Penting untuk mencatat lawatan Menteri Luar Negeri AS Michael R Pompeo di tiga negara Asia, yakni Malaysia, Singapura, dan Indonesia, 1-5 Agustus 2018.

Lawatan menteri luar negeri negara adidaya masuk akal berdimensi global, regional, dan juga bilateral.

Seperti kita baca beritanya di harian ini hari Minggu (5/8/2018), dalam pertemuan dengan Menlu RI Retno LP Marsudi, Indonesia mengingatkan AS soal dampak perang dagang AS-China, yang berpotensi menimbulkan dampak terhadap banyak negara, tidak terkecuali Indonesia. Dalam hal ini Indonesia berusaha agar tidak terdampak oleh perang dagang kedua raksasa ekonomi dunia tersebut.

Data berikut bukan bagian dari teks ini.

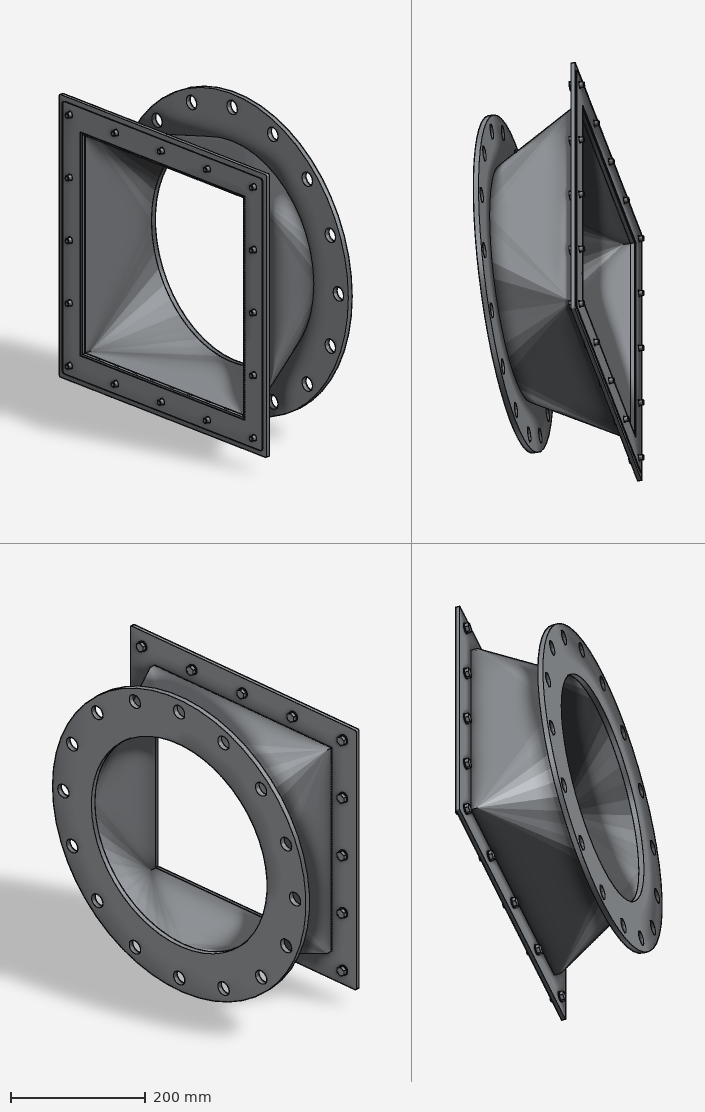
import cadquery as cq
import math


round_flange_diameter = 505.0
round_flange_thickness = 8.0
round_bolt_circle_diameter = 461.5
round_hole_diameter = 22.0
round_hole_count = 16

bore = 350.0
round_end_wall = 2.5
collar_inner_width = 349.0
collar_wall = 2.0
facets_per_corner = 11
transition_front_y = -132.5
collar_length = 10.0

square_flange_width = 450.5
square_flange_thickness = 6.0
square_flange_corner_radius = 3.0
gasket_margin = 8.0
gasket_thickness = 1.5
gasket_corner_radius = 5.0
gasket_opening = 356.0

bolt_spacing = 100.0
bolts_per_side = 5
bolt_diameter = 8.0
bolt_tip_chamfer = 1.0
bolt_hole_diameter = 10.0
bolt_tip_y = -157.0
washer_diameter = 16.0
washer_thickness = 1.5
head_across_flats = 13.0
head_height = 5.5

round_flange_front_y = -round_flange_thickness
square_flange_back_y = transition_front_y - collar_length
square_flange_front_y = square_flange_back_y - square_flange_thickness
gasket_front_y = square_flange_front_y - gasket_thickness
gasket_width = square_flange_width - 2 * gasket_margin


def section_at(y):
    """XZ workplane at the given Y; extrusions from it run toward -Y."""
    return cq.Workplane("XZ", origin=(0, y, 0))


def square_plate(back_y, width, corner_radius, opening, thickness):
    plate = section_at(back_y).rect(width, width).extrude(thickness)
    plate = plate.edges("|Y").fillet(corner_radius)
    return plate.cut(section_at(back_y).rect(opening, opening).extrude(thickness))


def flat_face(points):
    return cq.Face.makeFromWires(cq.Wire.makePolygon(points, close=True))


def transition_solid(square_width, round_diameter):
    """Solid between a square and the regular polygon inscribed in a circle.

    Each square side carries one flat triangle, and each square corner a fan of triangles.
    """
    polygon = []
    radius = round_diameter / 2
    half_width = square_width / 2
    polygon_sides = 4 * facets_per_corner
    for i in range(polygon_sides):
        angle = 2 * math.pi * i / polygon_sides
        x = radius * math.cos(angle)
        z = radius * math.sin(angle)
        polygon.append(cq.Vector(x, round_flange_front_y, z))
    corners = []
    for sign_x, sign_z in ((1, 1), (-1, 1), (-1, -1), (1, -1)):
        corners.append(cq.Vector(sign_x * half_width, transition_front_y, sign_z * half_width))

    faces = [flat_face(polygon), flat_face(corners)]
    for quadrant, corner in enumerate(corners):
        first = quadrant * facets_per_corner
        faces.append(flat_face([corners[quadrant - 1], corner, polygon[first]]))
        for i in range(first, first + facets_per_corner):
            faces.append(flat_face([corner, polygon[i], polygon[(i + 1) % polygon_sides]]))
    return cq.Workplane(cq.Solid.makeSolid(cq.Shell.makeShell(faces)))


def duct():
    collar_outer_width = collar_inner_width + 2 * collar_wall
    outside = transition_solid(collar_outer_width, bore + 2 * round_end_wall)
    inside = transition_solid(collar_inner_width, bore)
    collar = (
        section_at(transition_front_y)
        .rect(collar_outer_width, collar_outer_width)
        .rect(collar_inner_width, collar_inner_width)
        .extrude(collar_length)
    )
    return outside.cut(inside).union(collar)


def round_flange():
    disc = section_at(0).circle(round_flange_diameter / 2).circle(bore / 2)
    holes = section_at(0).polarArray(round_bolt_circle_diameter / 2, 0, 360, round_hole_count)
    holes = holes.circle(round_hole_diameter / 2).extrude(round_flange_thickness)
    return disc.extrude(round_flange_thickness).cut(holes)


def bolt_positions():
    last = bolts_per_side - 1
    positions = []
    for i in range(bolts_per_side):
        for j in range(bolts_per_side):
            if i in (0, last) or j in (0, last):
                positions.append(((i - last / 2) * bolt_spacing, (j - last / 2) * bolt_spacing))
    return positions


def square_flange():
    plate = square_plate(
        square_flange_back_y, square_flange_width, square_flange_corner_radius, bore, square_flange_thickness
    )
    gasket = square_plate(
        square_flange_front_y, gasket_width, gasket_corner_radius, gasket_opening, gasket_thickness
    )
    holes = section_at(square_flange_back_y).pushPoints(bolt_positions()).circle(bolt_hole_diameter / 2)
    return plate.union(gasket).cut(holes.extrude(square_flange_back_y - gasket_front_y))


def bolt():
    """Hex bolt on the Y axis, its washer against the back of the square flange."""
    washer_back_y = square_flange_back_y + washer_thickness
    shank = section_at(washer_back_y).circle(bolt_diameter / 2).extrude(washer_back_y - bolt_tip_y)
    shank = shank.faces("<Y").chamfer(bolt_tip_chamfer)
    washer = section_at(washer_back_y).circle(washer_diameter / 2).extrude(washer_thickness)
    head = (
        section_at(washer_back_y + head_height)
        .polygon(6, head_across_flats, circumscribed=True)
        .extrude(head_height)
    )
    return shank.union(washer).union(head)


result = round_flange().union(duct()).union(square_flange())
one_bolt = bolt()
for bolt_x, bolt_z in bolt_positions():
    result = result.union(one_bolt.translate((bolt_x, 0, bolt_z)))

Sebagaimana dimuat dalam laman Kementerian Luar Negeri AS, agenda Menlu AS kali ini memang mengandung sisi-sisi serupa di ketiga negara yang ia kunjungi, tetapi juga ada keunikan pada setiap negara. Di Kuala Lumpur, misalnya, AS bermaksud memperkuat Kemitraan Komprehensif dan memajukan kepentingan bersama di bidang keamanan dan ekonomi, menyusul transisi pemerintahan di Malaysia.

Sementara di Singapura, selain mendukung kepemimpinan negara tetangga ini di ASEAN, Pompeo juga ikut hadir dalam berbagai forum, seperti Forum Regional ASEAN, di mana AS berkesempatan untuk memaparkan visinya tentang kawasan Indo-Pasifik yang bebas dan terbuka. Termasuk kepentingan AS yang dipaparkan adalah komitmen untuk melihat denuklirisasi yang penuh dan terverifikasi di Korea Utara, serta penegakan ketertiban berdasarkan hukum di Laut China Selatan.

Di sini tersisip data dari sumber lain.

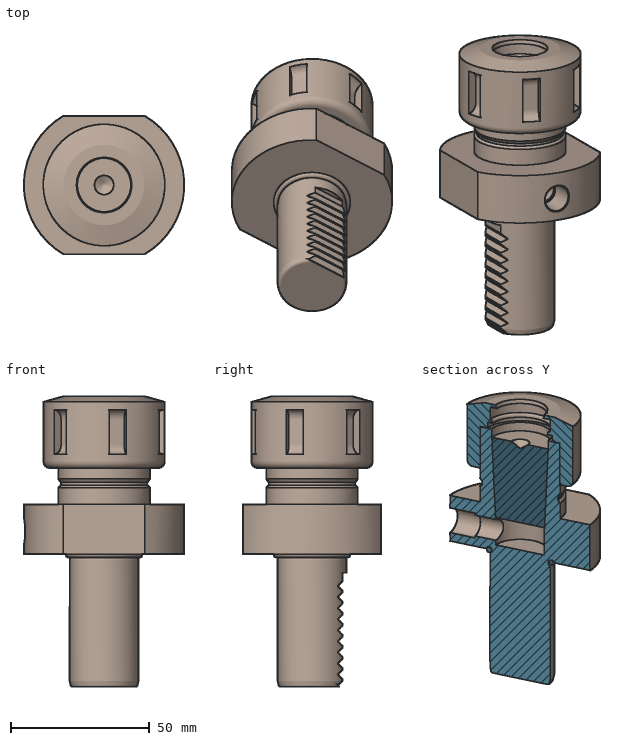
import cadquery as cq

total_height = 105.0
flange_bottom = 48.0
flange_top = 65.9
nut_bottom = 79.0
neck_top = 95.3

shank_radius = 12.5
shank_lead_height = 2.2
shank_lead_inset = 0.3
shank_end_round = 0.9
shank_relief_depth = 0.2
shank_relief_bottom = 45.8
shank_relief_top = 46.8

flange_radius = 29.0
flange_flat_distance = 25.0

neck_radius = 16.6
neck_groove_depth = 0.9
neck_groove_bottom = 71.9
neck_groove_lower_flank = 0.9
neck_groove_upper_flank = 1.3
neck_groove_height = 3.2

mouth_radius = 11.7
bore_radius = 9.9
bore_floor = 50.4
taper_bottom = 58.2
taper_slope = (mouth_radius - bore_radius) / (neck_top - taper_bottom)

side_hole_height = 56.2
side_hole_radius = 4.7
side_hole_chamfer = 0.26
side_hole_depth = 10.5
side_passage_radius = 4.0

tooth_flat_distance = 11.0
tooth_flat_top = 41.2
tooth_count = 10
tooth_pitch = 4.0
tooth_depth = 1.7
first_root_height = 36.4

ring_radius = 12.8
ring_tube_radius = 1.0
ring_height = 47.8

plug_bottom = 60.9
plug_top = 92.1
dimple_radius = 3.5
dimple_depth = 2.1

nut_radius = 21.9
nut_face_radius = 14.5
nut_chamfer_height = 2.1
nut_bottom_round = 2.5
nut_opening_top_radius = 10.0
nut_opening_bottom_radius = 9.7
nut_opening_height = 1.5
nut_groove_radius = 12.3
nut_lip_top = 98.9
nut_lip_round = 0.9
nut_lip_bottom = 97.4
nut_throat_radius = 13.2
nut_turn = 13.2

slot_count = 6
slot_width = 6.4
slot_bottom = 84.0
slot_top = 100.1
slot_floor_radius = 18.3
slot_end_round = 3.5


def turned(profile):
    """Revolve a closed profile of (radius, height) about the Z axis."""
    return profile.close().revolve(360, (0, 0, 0), (0, 1, 0))


def make_shank_and_neck():
    """Turned outside of the holder, without its bore."""
    lead_radius = shank_radius - shank_lead_inset
    relief_radius = shank_radius - shank_relief_depth
    groove_radius = neck_radius - neck_groove_depth
    groove_top = neck_groove_bottom + neck_groove_height
    return turned(
        cq.Workplane("XZ")
        .moveTo(0, 0)
        .lineTo(lead_radius - shank_end_round, 0)
        .radiusArc((lead_radius, shank_end_round), -shank_end_round)
        .lineTo(shank_radius, shank_lead_height)
        .lineTo(shank_radius, shank_relief_bottom)
        .lineTo(relief_radius, shank_relief_top)
        .lineTo(relief_radius, flange_bottom)
        .lineTo(flange_radius, flange_bottom)
        .lineTo(flange_radius, flange_top)
        .lineTo(neck_radius, flange_top)
        .lineTo(neck_radius, neck_groove_bottom)
        .lineTo(groove_radius, neck_groove_bottom + neck_groove_lower_flank)
        .lineTo(groove_radius, groove_top - neck_groove_upper_flank)
        .lineTo(neck_radius, groove_top)
        .lineTo(neck_radius, neck_top)
        .lineTo(0, neck_top)
    )


def make_flange_flats():
    """Two blocks that trim the flange to a width across flats."""
    reach = flange_radius - flange_flat_distance
    height = flange_top - flange_bottom
    center_y = flange_flat_distance + reach / 2
    return (
        cq.Workplane("XY", origin=(0, 0, flange_bottom))
        .pushPoints([(0, center_y), (0, -center_y)])
        .rect(2 * flange_radius, reach)
        .extrude(height)
    )


def taper_radius(height):
    """Radius of the tapered bore at a height."""
    return bore_radius + taper_slope * (height - taper_bottom)


def make_bore():
    """Bore that tapers gently from the mouth down to a straight lower part."""
    return turned(
        cq.Workplane("XZ")
        .moveTo(0, bore_floor)
        .lineTo(bore_radius, bore_floor)
        .lineTo(bore_radius, taper_bottom)
        .lineTo(mouth_radius, neck_top)
        .lineTo(0, neck_top)
    )


def make_side_hole():
    """Stepped hole from the -X side of the flange into the bore."""
    outside = cq.Workplane("YZ", origin=(-flange_radius, 0, side_hole_height))
    hole = outside.circle(side_hole_radius).extrude(side_hole_depth)
    passage = outside.circle(side_passage_radius).extrude(flange_radius)
    return hole.union(passage)


def make_teeth_cut():
    """Flat along the shank with a row of 90 degree notches."""
    depth = shank_radius - tooth_flat_distance
    cut = cq.Workplane("XY").box(
        2 * shank_radius, depth, tooth_flat_top, centered=(True, False, False)
    ).translate((0, tooth_flat_distance, 0))
    for index in range(tooth_count):
        root_height = first_root_height - index * tooth_pitch
        notch = (
            cq.Workplane("YZ")
            .moveTo(tooth_flat_distance - tooth_depth, root_height)
            .lineTo(tooth_flat_distance, root_height + tooth_depth)
            .lineTo(tooth_flat_distance, root_height - tooth_depth)
            .close()
            .extrude(shank_radius, both=True)
        )
        cut = cut.union(notch)
    return cut


def make_sealing_ring():
    """Round-section ring seated partly in the flange and the shank."""
    return (
        cq.Workplane("XZ")
        .center(ring_radius, ring_height)
        .circle(ring_tube_radius)
        .revolve(360, (-ring_radius, 0, 0), (-ring_radius, 1, 0))
    )


def make_holder(sealing_ring):
    """Holder in one piece, with a chamfered side hole and a groove for the sealing ring."""
    rim_reach = side_hole_radius + side_hole_chamfer
    rim_box = cq.selectors.BoxSelector(
        (-flange_radius - rim_reach, -rim_reach, side_hole_height - rim_reach),
        (-flange_radius + rim_reach, rim_reach, side_hole_height + rim_reach),
        boundingbox=True,
    )
    return (
        make_shank_and_neck()
        .cut(make_flange_flats())
        .cut(make_side_hole())
        .edges(rim_box)
        .chamfer(side_hole_chamfer)
        .cut(make_bore())
        .cut(make_teeth_cut())
        .cut(sealing_ring)
    )


def make_plug():
    """Plug wedged in the tapered bore, with a conical dimple on top."""
    return turned(
        cq.Workplane("XZ")
        .moveTo(0, plug_bottom)
        .lineTo(taper_radius(plug_bottom), plug_bottom)
        .lineTo(taper_radius(plug_top), plug_top)
        .lineTo(dimple_radius, plug_top)
        .lineTo(0, plug_top - dimple_depth)
    )


def make_nut_blank():
    """Turned nut: chamfered top, rounded bottom, lipped opening and a bore for the neck."""
    opening_bottom = total_height - nut_opening_height
    lip_radius = nut_groove_radius - nut_lip_round
    return turned(
        cq.Workplane("XZ")
        .moveTo(neck_radius, nut_bottom)
        .lineTo(nut_radius - nut_bottom_round, nut_bottom)
        .radiusArc((nut_radius, nut_bottom + nut_bottom_round), -nut_bottom_round)
        .lineTo(nut_radius, total_height - nut_chamfer_height)
        .lineTo(nut_face_radius, total_height)
        .lineTo(nut_opening_top_radius, total_height)
        .lineTo(nut_opening_bottom_radius, opening_bottom)
        .lineTo(nut_groove_radius, opening_bottom)
        .lineTo(nut_groove_radius, nut_lip_top)
        .radiusArc((lip_radius, nut_lip_top - nut_lip_round), -nut_lip_round)
        .lineTo(lip_radius, nut_lip_bottom)
        .lineTo(nut_throat_radius, nut_lip_bottom)
        .lineTo(nut_throat_radius, neck_top)
        .lineTo(neck_radius, neck_top)
    )


def make_wrench_slot():
    """Slot cut into the +X side of the nut, with rounded ends."""
    slot = cq.Workplane("XY").box(
        nut_radius - slot_floor_radius,
        slot_width,
        slot_top - slot_bottom,
        centered=(False, True, False),
    ).translate((slot_floor_radius, 0, slot_bottom))
    return slot.edges("|Y and <X").fillet(slot_end_round)


def make_nut():
    """Nut with evenly spaced wrench slots, in its tightened position."""
    nut = make_nut_blank()
    slot = make_wrench_slot()
    pitch_angle = 360 / slot_count
    for index in range(slot_count):
        angle = pitch_angle / 2 + index * pitch_angle
        nut = nut.cut(slot.rotate((0, 0, 0), (0, 0, 1), angle))
    return nut.rotate((0, 0, 0), (0, 0, 1), nut_turn)


sealing_ring = make_sealing_ring()
holder = make_holder(sealing_ring)
plug = make_plug()
nut = make_nut()

result = cq.Compound.makeCompound(
    [
        holder.solids().val(),
        sealing_ring.val(),
        plug.val(),
        nut.solids().val(),
    ]
)

Seperti dikutip Financial Times (3/8), selain ingin mengokohkan pengaruh di kawasan, AS juga ingin menangkal dorongan investasi infrastruktur besar-besaran oleh China. Namun, jika Inisiatif Jalan dan Sabuk China bernilai hampir 1 triliun dollar AS, komitmen AS hanya 113 juta dollar AS untuk sektor infrastruktur dan energi serta inisiatif digital di kawasan ini.

PM Malaysia Mahathir Mohamad setelah memenangi pemilu Mei lalu diketahui segera mencoba mengoreksi kebijakan perekonomian negaranya, antara lain dengan menangguhkan proyek-proyek yang bernilai lebih dari 20 miliar dollar AS yang diprakarsai mantan PM Najib Razak.

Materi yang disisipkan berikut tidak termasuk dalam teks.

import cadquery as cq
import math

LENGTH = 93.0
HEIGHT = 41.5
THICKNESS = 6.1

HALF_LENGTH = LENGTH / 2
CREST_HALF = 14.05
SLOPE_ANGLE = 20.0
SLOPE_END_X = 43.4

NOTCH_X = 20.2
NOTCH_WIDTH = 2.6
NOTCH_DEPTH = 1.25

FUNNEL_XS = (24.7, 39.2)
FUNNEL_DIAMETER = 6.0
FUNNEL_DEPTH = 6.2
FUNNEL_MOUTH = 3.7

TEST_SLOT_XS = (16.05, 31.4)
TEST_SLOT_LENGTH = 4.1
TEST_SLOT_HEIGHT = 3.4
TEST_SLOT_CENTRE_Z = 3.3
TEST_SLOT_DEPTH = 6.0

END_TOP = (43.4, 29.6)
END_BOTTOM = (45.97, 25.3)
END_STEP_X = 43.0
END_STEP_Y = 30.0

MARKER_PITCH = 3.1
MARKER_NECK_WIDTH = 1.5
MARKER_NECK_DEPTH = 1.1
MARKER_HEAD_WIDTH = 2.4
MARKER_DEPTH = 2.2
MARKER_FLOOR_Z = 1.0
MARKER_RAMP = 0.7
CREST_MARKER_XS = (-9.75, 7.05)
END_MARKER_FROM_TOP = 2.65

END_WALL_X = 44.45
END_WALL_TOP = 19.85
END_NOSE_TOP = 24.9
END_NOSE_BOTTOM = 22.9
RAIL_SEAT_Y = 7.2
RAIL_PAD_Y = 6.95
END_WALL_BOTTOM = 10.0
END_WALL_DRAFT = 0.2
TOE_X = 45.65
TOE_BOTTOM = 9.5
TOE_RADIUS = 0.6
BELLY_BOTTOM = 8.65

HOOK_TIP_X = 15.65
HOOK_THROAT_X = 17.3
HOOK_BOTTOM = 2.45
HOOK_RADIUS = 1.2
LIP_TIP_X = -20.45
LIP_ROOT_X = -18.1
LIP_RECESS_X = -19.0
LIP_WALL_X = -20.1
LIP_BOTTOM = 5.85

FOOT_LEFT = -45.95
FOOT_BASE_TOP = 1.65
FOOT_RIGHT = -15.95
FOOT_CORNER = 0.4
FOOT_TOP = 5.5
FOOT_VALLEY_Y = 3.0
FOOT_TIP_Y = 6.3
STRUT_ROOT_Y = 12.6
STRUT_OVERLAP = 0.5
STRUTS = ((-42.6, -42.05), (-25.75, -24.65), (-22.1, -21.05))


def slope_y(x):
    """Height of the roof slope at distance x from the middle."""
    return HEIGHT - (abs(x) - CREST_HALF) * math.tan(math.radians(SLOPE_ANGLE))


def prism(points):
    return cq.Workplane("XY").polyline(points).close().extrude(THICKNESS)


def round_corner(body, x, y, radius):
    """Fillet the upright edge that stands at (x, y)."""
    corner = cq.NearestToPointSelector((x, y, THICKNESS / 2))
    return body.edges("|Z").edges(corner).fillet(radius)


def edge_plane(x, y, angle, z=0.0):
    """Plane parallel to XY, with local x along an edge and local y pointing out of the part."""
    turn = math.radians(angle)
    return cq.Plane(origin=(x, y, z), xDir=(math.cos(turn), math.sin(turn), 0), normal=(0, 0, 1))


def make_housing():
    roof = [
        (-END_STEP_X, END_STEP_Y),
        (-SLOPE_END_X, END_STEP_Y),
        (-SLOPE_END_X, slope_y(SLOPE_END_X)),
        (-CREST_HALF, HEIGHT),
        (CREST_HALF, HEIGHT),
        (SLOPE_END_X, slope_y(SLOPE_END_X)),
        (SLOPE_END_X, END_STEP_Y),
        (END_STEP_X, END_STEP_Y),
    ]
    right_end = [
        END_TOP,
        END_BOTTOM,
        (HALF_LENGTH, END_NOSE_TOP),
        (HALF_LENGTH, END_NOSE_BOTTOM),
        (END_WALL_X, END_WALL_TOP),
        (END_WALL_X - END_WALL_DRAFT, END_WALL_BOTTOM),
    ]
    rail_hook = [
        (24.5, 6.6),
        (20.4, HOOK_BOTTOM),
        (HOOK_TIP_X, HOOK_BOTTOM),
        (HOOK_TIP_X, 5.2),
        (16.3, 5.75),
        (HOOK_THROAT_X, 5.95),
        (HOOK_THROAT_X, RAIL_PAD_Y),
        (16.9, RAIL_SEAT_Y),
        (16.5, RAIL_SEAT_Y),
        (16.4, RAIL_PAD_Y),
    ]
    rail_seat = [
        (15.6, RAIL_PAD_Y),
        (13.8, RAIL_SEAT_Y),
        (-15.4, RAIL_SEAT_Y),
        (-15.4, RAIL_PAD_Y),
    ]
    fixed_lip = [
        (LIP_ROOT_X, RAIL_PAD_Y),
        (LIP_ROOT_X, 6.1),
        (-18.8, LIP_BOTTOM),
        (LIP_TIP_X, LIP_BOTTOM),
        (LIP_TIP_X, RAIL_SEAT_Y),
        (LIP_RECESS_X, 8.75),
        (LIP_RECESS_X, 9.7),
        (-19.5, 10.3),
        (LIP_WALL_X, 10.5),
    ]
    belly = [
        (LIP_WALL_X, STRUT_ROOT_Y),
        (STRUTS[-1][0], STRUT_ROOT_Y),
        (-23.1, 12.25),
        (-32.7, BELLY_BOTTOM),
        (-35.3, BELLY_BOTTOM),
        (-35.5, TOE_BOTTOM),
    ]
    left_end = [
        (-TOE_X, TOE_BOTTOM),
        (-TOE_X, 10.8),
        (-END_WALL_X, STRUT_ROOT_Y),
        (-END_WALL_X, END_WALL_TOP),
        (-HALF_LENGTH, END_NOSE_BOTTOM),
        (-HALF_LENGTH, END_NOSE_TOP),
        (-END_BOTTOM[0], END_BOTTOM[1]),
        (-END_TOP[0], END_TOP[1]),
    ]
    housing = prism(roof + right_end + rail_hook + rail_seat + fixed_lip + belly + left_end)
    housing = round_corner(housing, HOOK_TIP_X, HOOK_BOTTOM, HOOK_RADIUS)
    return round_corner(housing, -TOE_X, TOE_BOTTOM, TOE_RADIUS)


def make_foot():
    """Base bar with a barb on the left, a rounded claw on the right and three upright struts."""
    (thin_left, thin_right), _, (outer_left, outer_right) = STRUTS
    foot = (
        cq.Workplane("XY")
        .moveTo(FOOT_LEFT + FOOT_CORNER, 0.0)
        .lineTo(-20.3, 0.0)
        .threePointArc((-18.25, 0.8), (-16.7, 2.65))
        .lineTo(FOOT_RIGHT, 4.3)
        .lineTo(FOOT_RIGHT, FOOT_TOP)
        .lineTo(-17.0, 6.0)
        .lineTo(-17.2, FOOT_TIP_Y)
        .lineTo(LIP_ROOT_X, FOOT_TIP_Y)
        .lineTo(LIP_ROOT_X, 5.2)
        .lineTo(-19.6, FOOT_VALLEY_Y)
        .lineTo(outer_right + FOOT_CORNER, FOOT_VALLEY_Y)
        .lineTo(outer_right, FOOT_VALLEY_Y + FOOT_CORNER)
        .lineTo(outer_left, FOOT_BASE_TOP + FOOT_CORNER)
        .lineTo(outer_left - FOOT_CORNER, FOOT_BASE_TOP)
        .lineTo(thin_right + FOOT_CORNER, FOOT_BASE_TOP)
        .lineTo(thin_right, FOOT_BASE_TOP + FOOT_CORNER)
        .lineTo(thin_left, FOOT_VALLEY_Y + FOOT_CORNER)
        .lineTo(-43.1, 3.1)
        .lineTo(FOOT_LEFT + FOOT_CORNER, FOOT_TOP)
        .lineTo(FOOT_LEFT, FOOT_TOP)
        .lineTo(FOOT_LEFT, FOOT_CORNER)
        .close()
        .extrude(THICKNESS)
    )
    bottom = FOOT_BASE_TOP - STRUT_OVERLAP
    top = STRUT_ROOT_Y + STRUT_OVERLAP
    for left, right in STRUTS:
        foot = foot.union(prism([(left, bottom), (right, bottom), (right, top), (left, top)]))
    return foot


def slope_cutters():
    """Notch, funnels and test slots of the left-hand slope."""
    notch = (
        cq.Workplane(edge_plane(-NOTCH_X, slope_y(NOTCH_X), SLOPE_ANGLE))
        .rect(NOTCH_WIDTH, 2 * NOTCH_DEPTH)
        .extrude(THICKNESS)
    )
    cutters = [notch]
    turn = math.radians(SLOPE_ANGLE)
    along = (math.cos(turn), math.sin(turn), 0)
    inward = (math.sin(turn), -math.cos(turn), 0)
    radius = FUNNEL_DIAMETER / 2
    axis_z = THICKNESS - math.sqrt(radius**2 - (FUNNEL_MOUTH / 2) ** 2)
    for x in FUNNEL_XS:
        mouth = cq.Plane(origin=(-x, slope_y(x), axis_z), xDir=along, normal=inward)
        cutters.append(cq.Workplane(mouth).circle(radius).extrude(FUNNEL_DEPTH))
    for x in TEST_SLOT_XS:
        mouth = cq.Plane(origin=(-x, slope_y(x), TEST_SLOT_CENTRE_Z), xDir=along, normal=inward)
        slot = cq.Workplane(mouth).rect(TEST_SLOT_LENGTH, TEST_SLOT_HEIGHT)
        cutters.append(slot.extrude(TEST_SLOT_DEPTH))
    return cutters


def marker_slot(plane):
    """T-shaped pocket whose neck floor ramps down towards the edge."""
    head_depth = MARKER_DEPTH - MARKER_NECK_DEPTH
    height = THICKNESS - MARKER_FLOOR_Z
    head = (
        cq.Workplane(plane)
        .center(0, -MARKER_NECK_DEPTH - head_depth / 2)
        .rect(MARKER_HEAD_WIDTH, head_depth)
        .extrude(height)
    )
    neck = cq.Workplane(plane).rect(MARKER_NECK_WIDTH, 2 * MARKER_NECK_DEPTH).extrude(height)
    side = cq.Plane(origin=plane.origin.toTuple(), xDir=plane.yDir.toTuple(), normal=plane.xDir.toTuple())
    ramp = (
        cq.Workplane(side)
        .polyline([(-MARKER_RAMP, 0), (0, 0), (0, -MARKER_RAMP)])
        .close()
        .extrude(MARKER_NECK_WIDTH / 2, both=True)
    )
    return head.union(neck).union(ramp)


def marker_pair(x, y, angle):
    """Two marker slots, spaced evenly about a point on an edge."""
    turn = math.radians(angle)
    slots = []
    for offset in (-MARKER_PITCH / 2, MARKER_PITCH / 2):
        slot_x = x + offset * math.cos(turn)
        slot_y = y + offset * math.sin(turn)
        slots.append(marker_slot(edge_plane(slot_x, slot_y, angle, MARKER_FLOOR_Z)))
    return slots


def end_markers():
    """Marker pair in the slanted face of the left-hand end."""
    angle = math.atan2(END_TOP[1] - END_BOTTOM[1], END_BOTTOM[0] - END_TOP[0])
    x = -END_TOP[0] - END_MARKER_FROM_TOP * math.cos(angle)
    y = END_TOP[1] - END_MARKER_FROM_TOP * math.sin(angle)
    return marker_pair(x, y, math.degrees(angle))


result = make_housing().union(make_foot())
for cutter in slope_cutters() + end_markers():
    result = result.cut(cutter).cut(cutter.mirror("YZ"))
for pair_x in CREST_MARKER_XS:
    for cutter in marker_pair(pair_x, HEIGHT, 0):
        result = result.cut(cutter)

Kebijakan PM Mahathir yang bersemangat menahan pengaruh China ini tentu selaras dengan visi AS. Apalagi, selain menahan investasi, Mahathir juga bersikap lebih tegas menyangkut klaim teritorial China atas Laut China Selatan.

Dalam kaitan ini, masuk akal jika kita juga perlu mencermati perkembangan lain yang bernuansa mencegah meluasnya pengaruh China, misalnya dengan diperkuatnya kerja sama antara AS dan Jepang, India, serta Australia.